You could always feed your nerites- they love fresh veggies.


----------



## Algaegator (Jul 30, 2010)

lauraleellbp said:


> You could always feed your nerites- they love fresh veggies.


Yep -- I plan to ask the seller what he/she is currently supplementing with.


----------



## BetaBerry (May 5, 2010)

dxiong5 said:


> The problem I've had with housing more than 1 nerite in a tank is that they lay those darn little white eggs everywhere, even on my MTS.


I have just one nerite in my 29g and he has laid eggs everywhere as well. Luckily the plants hide most of the "polka dots" on the wood, but he also laid a handful of eggs right in the front glass that I can't scrape off.


----------



## Scottso (Oct 2, 2009)

I find all these experiences really interesting. I have over 50 olive nerites spread over 4 tanks and while they do lay their eggs all over, it seems to be for the most part in very specific areas. On three of the tanks I have a decent amount of driftwood and most of the eggs seem to end up on the wood right where the wood meets the gravel. On the one tank that I don't have diftwood there are inevitably a few eggs on the glass, but they are almost always near the bottom of the tank.
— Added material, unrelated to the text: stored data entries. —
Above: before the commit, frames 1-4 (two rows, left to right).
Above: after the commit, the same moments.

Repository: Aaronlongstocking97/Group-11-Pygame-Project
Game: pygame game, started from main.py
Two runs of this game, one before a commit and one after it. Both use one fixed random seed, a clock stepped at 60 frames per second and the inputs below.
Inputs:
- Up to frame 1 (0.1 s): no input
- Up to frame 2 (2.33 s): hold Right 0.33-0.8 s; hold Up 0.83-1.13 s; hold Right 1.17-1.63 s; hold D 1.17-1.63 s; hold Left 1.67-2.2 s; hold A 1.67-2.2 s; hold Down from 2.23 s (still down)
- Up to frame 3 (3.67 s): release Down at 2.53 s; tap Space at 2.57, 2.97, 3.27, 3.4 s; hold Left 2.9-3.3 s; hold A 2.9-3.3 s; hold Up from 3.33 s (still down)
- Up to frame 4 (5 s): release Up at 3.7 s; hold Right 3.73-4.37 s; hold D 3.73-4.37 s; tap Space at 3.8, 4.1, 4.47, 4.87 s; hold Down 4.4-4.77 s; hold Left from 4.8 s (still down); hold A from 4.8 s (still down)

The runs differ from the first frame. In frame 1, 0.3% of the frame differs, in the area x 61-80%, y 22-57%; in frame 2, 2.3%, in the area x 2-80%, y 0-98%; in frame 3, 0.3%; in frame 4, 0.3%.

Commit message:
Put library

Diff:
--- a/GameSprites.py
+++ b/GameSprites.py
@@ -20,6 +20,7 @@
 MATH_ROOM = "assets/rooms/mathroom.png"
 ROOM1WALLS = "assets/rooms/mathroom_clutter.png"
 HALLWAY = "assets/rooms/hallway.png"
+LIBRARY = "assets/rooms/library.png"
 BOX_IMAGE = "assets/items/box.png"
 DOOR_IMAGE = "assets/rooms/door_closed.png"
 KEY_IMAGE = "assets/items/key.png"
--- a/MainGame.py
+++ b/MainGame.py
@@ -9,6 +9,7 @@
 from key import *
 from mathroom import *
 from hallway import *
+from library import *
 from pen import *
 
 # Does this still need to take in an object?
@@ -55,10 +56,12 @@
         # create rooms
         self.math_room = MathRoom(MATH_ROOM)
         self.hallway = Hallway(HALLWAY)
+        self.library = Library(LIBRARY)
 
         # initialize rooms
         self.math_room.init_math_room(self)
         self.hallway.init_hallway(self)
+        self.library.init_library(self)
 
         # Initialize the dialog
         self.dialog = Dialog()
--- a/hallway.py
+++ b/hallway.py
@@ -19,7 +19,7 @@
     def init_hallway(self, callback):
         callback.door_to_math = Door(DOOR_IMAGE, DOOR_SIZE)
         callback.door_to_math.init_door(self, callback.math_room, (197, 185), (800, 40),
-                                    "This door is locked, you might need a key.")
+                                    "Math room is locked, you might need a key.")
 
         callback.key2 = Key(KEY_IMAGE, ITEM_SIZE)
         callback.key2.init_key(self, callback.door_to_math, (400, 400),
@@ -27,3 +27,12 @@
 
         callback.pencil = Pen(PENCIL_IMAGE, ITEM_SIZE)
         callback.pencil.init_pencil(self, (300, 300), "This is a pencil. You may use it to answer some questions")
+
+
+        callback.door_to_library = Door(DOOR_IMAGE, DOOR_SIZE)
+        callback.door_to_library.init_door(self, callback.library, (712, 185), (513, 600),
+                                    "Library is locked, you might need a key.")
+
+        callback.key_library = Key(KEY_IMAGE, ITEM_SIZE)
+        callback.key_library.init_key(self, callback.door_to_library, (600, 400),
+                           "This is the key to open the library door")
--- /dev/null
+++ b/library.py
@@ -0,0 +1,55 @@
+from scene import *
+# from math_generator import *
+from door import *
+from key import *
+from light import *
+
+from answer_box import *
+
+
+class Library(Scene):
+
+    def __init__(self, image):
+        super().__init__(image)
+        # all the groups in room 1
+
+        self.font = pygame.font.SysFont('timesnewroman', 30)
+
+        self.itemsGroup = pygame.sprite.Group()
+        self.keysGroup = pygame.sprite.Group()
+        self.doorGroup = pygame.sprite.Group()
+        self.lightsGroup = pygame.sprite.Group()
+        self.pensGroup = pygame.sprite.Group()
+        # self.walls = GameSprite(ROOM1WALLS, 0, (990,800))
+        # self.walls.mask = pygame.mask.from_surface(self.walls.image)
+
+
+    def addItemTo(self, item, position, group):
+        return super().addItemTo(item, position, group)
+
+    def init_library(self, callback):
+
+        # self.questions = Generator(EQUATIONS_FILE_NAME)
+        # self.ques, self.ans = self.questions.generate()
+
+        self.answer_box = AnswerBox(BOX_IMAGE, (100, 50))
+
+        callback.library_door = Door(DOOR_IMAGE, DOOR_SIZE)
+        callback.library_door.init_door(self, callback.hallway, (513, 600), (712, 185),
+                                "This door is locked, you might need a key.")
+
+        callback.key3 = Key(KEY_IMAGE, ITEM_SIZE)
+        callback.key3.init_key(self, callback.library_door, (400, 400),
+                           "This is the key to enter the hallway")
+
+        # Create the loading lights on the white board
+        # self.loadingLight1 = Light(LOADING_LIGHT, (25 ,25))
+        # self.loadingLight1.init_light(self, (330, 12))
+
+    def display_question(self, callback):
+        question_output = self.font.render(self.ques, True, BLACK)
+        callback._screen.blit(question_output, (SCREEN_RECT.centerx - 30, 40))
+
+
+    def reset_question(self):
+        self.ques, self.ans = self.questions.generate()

All of these tanks are planted. I don't seem to see any nerite eggs on the plants themselves. They seem to prefer the driftwood or solid flat surfaces to lay. And after awhile they go away themselves; I assume it's because the eggs hatch even though they can't develop without salt water.

I don't really have much to add to the original subject of this thread other than to say I think it would be really difficult to overstock a tank on snails of any sort (they are much more resistant to harder living conditions than fish for example -- ask folks with pond snails), but I thought I would add my experiences with nerites and their eggs since the conversation seemed to go that way.


----------



## lauraleellbp (Feb 3, 2008)

BetaBerry said:


> he also laid a handful of eggs right in the front glass that I can't scrape off.


Try a razor blade?

Mine will lay eggs in long rows across the midline of my needle-leaf Java ferns. It actually looks kinda cool, I think.

For whatever reason mine never lay eggs on the tank glass- very polite of them, I think. :hihi:


----------